Let’s start first with the formula of the arc length and then we will see a simple exercise.

Arc length formula

\displaystyle L = \int_{a}^{b}\sqrt{1 + \left[ f'(x)\right]^{2}} \ dx

Now that we have the powerful formula to calculate the arc length, let’s go with an example.

Example of arc length

Calculate the arc length of y=x^{2} from x=0 to x=1.

arc-length-example-1

The derivative of f(x)=x^{2} is f'(x) = 2x, so let’s substitute the derivative and the limits in the arc length formula.

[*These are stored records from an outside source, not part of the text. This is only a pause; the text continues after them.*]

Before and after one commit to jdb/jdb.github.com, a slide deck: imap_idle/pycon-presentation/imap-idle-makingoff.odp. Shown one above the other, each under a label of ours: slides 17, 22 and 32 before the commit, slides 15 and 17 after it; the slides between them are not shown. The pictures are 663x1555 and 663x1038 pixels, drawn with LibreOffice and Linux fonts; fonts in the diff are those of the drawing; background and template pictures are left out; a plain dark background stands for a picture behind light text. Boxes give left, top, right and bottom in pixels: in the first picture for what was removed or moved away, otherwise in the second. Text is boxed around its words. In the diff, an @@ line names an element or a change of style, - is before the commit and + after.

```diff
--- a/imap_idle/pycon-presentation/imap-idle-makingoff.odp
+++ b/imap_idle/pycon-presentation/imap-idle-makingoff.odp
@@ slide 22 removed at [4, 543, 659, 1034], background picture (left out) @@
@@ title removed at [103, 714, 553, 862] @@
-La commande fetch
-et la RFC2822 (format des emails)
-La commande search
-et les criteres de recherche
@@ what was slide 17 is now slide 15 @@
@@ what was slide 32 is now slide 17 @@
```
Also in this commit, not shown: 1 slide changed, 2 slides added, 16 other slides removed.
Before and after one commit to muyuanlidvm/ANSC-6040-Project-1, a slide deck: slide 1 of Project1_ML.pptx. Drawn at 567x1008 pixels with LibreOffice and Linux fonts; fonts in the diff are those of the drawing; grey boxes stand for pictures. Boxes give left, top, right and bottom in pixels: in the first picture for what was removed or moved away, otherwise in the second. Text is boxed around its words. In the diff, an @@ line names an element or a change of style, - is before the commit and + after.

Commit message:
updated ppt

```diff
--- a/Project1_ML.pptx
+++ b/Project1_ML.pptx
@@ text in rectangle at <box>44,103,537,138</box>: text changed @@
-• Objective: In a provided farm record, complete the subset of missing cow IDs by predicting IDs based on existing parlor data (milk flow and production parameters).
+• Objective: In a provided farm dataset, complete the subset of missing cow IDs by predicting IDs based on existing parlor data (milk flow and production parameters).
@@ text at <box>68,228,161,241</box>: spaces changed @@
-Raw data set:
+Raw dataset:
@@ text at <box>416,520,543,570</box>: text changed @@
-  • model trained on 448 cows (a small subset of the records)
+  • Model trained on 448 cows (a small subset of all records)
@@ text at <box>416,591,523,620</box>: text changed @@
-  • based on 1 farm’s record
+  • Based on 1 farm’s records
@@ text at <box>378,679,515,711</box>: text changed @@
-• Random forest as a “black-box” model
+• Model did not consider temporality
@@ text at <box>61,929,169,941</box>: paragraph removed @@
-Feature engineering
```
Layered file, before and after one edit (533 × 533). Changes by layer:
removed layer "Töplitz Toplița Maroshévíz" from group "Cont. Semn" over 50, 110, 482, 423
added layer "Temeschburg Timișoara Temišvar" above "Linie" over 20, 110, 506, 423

\displaystyle L = \int_{0}^{1}\sqrt{1 + \left[ 2x \right]^{2}} \ dx

\displaystyle L = \int_{0}^{1}\sqrt{1 + 4x^{2}} \ dx

In order to solve this exercise we will use trigonometry, we will help us with the following triangle:

arc-length-trigonometryWith which we propose the following equations to be able to leave the integral in trigonometric terms:

\tan \theta = 2x

\sec \theta = \sqrt{1 + 4x^{2}}

We derive \tan \theta to obtain:

\sec^{2}\theta \ d \theta = 2 \ dx

Now we clear the 2 to leave the dx alone:

\cfrac{\sec^{2} \theta}{2} \ d \theta = dx

Once we have the previous equations, substitute in the integral of the arc length of our exercise:

\displaystyle L = \int_{0}^{1} \sqrt{1 + 4x^{2}} \ dx \Rightarrow

\displaystyle L = \int_{0}^{1} \sec \theta \ \cfrac{\sec^{2} \theta}{2} \ d\theta

We will multiply the secants to obtain a secant cube and by properties of the integrals we can extract the 2 from the denominator:

\displaystyle L = \cfrac{1}{2} \int_{0}^{1}\sec^{3} \theta \ d \theta

Consulting the integral of secant cubed, we will obtain the following:

= \left. \cfrac{1}{4}\sec \theta \tan \theta + \cfrac{1}{4} \ln \left| \sec \theta + \tan \theta \right| \right]_{0}^{1}

Now, substituting back the values of x, remember that \tan \theta = 2x and \sec \theta = \sqrt{1+ 4x^{2}}, we get:

= \cfrac{1}{4} \left[ 2x \sqrt{1 + 4x^{2}} + \ln \left| \sqrt{1 + 4x^{2}} + 2x\right|\right]_{0}^{1}

Evaluating the limits we will obtain:

= \cfrac{1}{4} \left[\left( 2\sqrt{5} + \ln\left| 2 + \sqrt{5}\right|\right) - \left(0 \right) \right]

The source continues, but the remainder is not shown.